The Saudi foreign minister told representatives of the “Friends of Syria” in Tunisia on Friday that arming the Syrian opposition would be an “excellent idea.”
His Qatari counterpart recommended the creation of an Arab peacekeeping force to “open humanitarian corridors to provide security to the Syrian people.” France supports the erection of humanitarian corridors or enclaves to shelter civilians and provide aid and medical assistance to citizens in beleaguered cities in Syria. Qatar’s emir suggested in January that “to stop the killing” in the country, “some troops should go.”
A Free Syria Army, which is leading the armed resistance against President Bashar al-Assad’s regime, has asked for weapons. Conservative lawmakers in the United States support such assistance.

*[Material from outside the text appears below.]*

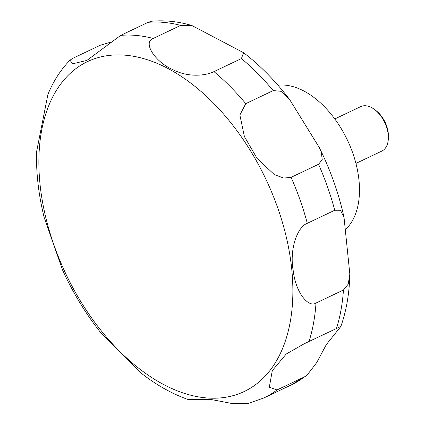 <?xml version="1.0" encoding="UTF-8"?>
<svg xmlns="http://www.w3.org/2000/svg" width="425" height="425" viewBox="0 0 425 425"><rect width="100%" height="100%" fill="white"/><g stroke="black" fill="none" stroke-linecap="round" stroke-linejoin="round"><path stroke-width="0.64" d="M345.61 229.399A81.212 49.215 -115.4 0 0 347.39 140.053A81.212 49.215 -115.4 0 0 277.95 85.213M355.932 163.402L381.82 151.087A24.613 14.912 -115.4 0 0 388.354 138.38A24.613 14.912 -115.4 0 0 384.699 122.416A24.613 14.912 -115.4 0 0 374.659 109.586A24.613 14.912 -115.4 0 0 360.676 106.638L334.788 118.952M388.354 138.38L388.413 136.685A22.281 13.504 -115.4 0 0 385.098 122.23A22.281 13.504 -115.4 0 0 376.008 110.612L374.659 109.586M191.898 25.527L243.562 52.689L241.421 58.56L213.966 71.618C207.134 75.241 189.162 78.221 172.635 69.541C155.242 62.029 142.301 42.367 153.212 38.457L180.667 25.399L191.898 25.527C178.192 21.457 164.725 20.028 151.491 21.25L148.144 22.318L120.695 35.376L86.87 60.424L72.632 63.808L69.976 60.201L72.946 58.257L100.401 45.199L111.095 42.054M273.217 90.589L280.962 91.295L289.866 99.902L319.207 147.406L321.3 152.251L322.224 159.646L318.553 164.278L291.098 177.337L283.703 178.075L274.327 174.595L257.125 158.472L244.407 136.595L239.87 115.037L245.767 103.647L273.217 90.589A196.881 119.308 -115.4 0 0 241.421 58.56M69.976 60.201C60.711 69.764 53.359 81.175 47.913 94.44L36.593 151.688M36.587 151.688C36.035 172.863 38.563 194.799 44.173 217.488L62.629 270.183L64.866 274.97C75.039 296.257 87.226 315.775 101.421 333.513L141.775 373.623C156.761 385.236 172.189 393.863 188.052 399.511L211.352 399.548L231.333 403.383L247.493 403.75L264.037 397.88A196.881 119.308 -115.4 0 0 277.01 389.953L269.328 387.196L272.276 370.648L286.184 354.062L304.167 343.777L340.866 326.437L326.288 344.648L316.737 362.578L306.887 375.381L304.465 376.895L277.01 389.953M343.448 289.999L315.998 303.057C308.8 307.998 295.832 293.319 293.234 270.805C289.191 249.337 297.479 226.7 307.296 223.316L334.746 210.258L340.452 210.248L344.032 217.446L349.828 274.029L348.197 284.197L343.448 289.999A196.881 119.308 -115.4 0 1 336.467 328.424M66.072 274.38A182.623 110.665 -115.4 0 0 244.492 391.388A182.623 110.665 -115.4 0 0 265.673 178.734A182.623 110.665 -115.4 0 0 87.252 61.726A182.623 110.665 -115.4 0 0 66.072 274.38M180.667 25.399A196.881 119.308 -115.4 0 0 148.144 22.318M245.767 103.647A196.881 119.308 -115.4 0 0 213.966 71.618M153.212 38.457A196.881 119.308 -115.4 0 0 120.695 35.376M309.012 341.482A196.881 119.308 -115.4 0 0 315.998 303.057M307.296 223.316A196.881 119.308 -115.4 0 0 291.098 177.337M334.746 210.258A196.881 119.308 -115.4 0 0 318.553 164.278M264.037 397.88L291.492 384.822A196.881 119.308 -115.4 0 0 304.465 376.895M344.032 217.446C339.171 195.229 331.665 173.464 321.523 152.15L319.207 147.406M243.567 52.689C260.344 65.551 275.777 81.287 289.866 99.896M349.833 274.029C349.44 293.038 346.449 310.505 340.866 326.437M306.887 375.381L291.492 384.822"/></g></svg>

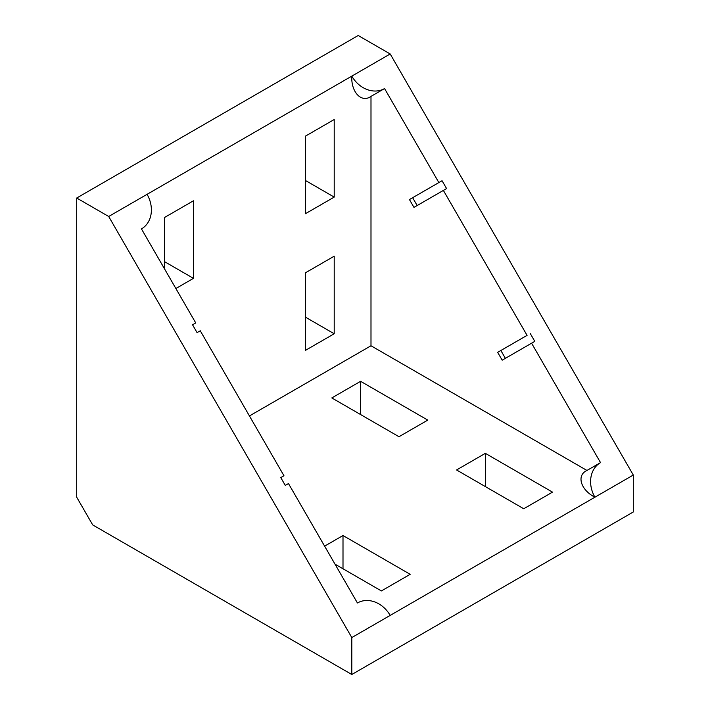 <?xml version="1.0" encoding="UTF-8"?>
<svg xmlns="http://www.w3.org/2000/svg" width="710" height="710" viewBox="0 0 710 710"><rect width="100%" height="100%" fill="white"/><g stroke="black" fill="none" stroke-linecap="round" stroke-linejoin="round"><path stroke-width="1.06" d="M417.169 205.545L412.643 197.708L442.046 180.73L446.572 188.567L413.965 207.391L409.448 199.554L438.851 182.576L384.563 88.555L370.993 96.391L370.993 345.77L586.957 470.455L600.527 462.618L531.586 343.205L502.183 360.183L497.657 352.346L527.068 335.368L443.377 190.413M505.378 358.337L500.861 350.5L527.068 335.368M530.264 333.522L534.79 341.359L531.586 343.205M351.805 674.5L351.805 637.562L594.909 497.204C580.62 489.944 576.254 475.238 586.957 470.455L600.527 462.618A27.14 22.161 60 0 0 594.909 497.204L633.293 475.043L390.189 53.969L358.195 35.5L76.707 198.019L76.707 497.204L92.699 524.912L351.805 674.5L633.293 511.981L633.293 475.043M370.993 96.391C361.496 103.278 350.944 92.131 351.805 76.13L390.189 53.969M390.189 615.401A27.14 22.161 60 0 0 357.423 602.976L288.482 483.563L285.278 485.409L280.761 477.573L283.956 475.727L200.264 330.771L197.069 332.617L192.543 324.781L195.738 322.935L141.459 228.913A27.14 22.161 60 0 0 147.076 194.327L351.805 76.13A27.14 22.161 60 0 0 384.563 88.555M442.046 180.73L438.851 182.576M351.805 637.562L108.692 216.488L147.076 194.327M108.692 216.488L76.707 198.019M360.6 381.314L331.81 397.937L398.984 436.721L427.775 420.098L360.6 381.314L360.6 414.56M335.005 564.157L381.394 590.933L410.176 574.31L343.001 535.526L324.612 546.15M523.74 508.75L552.522 492.128L485.347 453.344L456.566 469.967L523.74 508.75M370.993 345.77L249.441 415.945M334.206 119.528L305.415 136.151L305.415 213.719L334.206 197.096L334.206 119.528M175.867 288.517L193.457 278.355L193.457 200.788L164.676 217.411L164.676 269.125M305.415 350.385L334.206 333.762L334.206 256.195L305.415 272.817L305.415 350.385M485.347 486.59L485.347 453.344M343.001 568.772L343.001 535.526M305.415 317.139L334.206 333.762M164.676 261.733L193.457 278.355M305.415 180.473L334.206 197.096M500.861 350.5L497.657 352.346M412.643 197.708L409.448 199.554"/></g></svg>

President Barack Obama has promised to use “every tool available” to him to help the Syrian opposition and said that other countries could not be “bystanders” while Syria descended into civil war. An armed intervention, as in Libya last year, is still unlikely though. Syria is far more divided than Libya was and its state army more potent.
Saudi Arabia and Qatar have been the most vocal among Arab states in their support of foreign intervention in Syria. Damascus was suspended as a member of the Arab League in November. Reports of Saudi Arabia funneling satellite phones into Syria surfaced as early as August of last year when Iran was allegedly helping the regime disrupt telecommunications and the unrest in Syria was five months old.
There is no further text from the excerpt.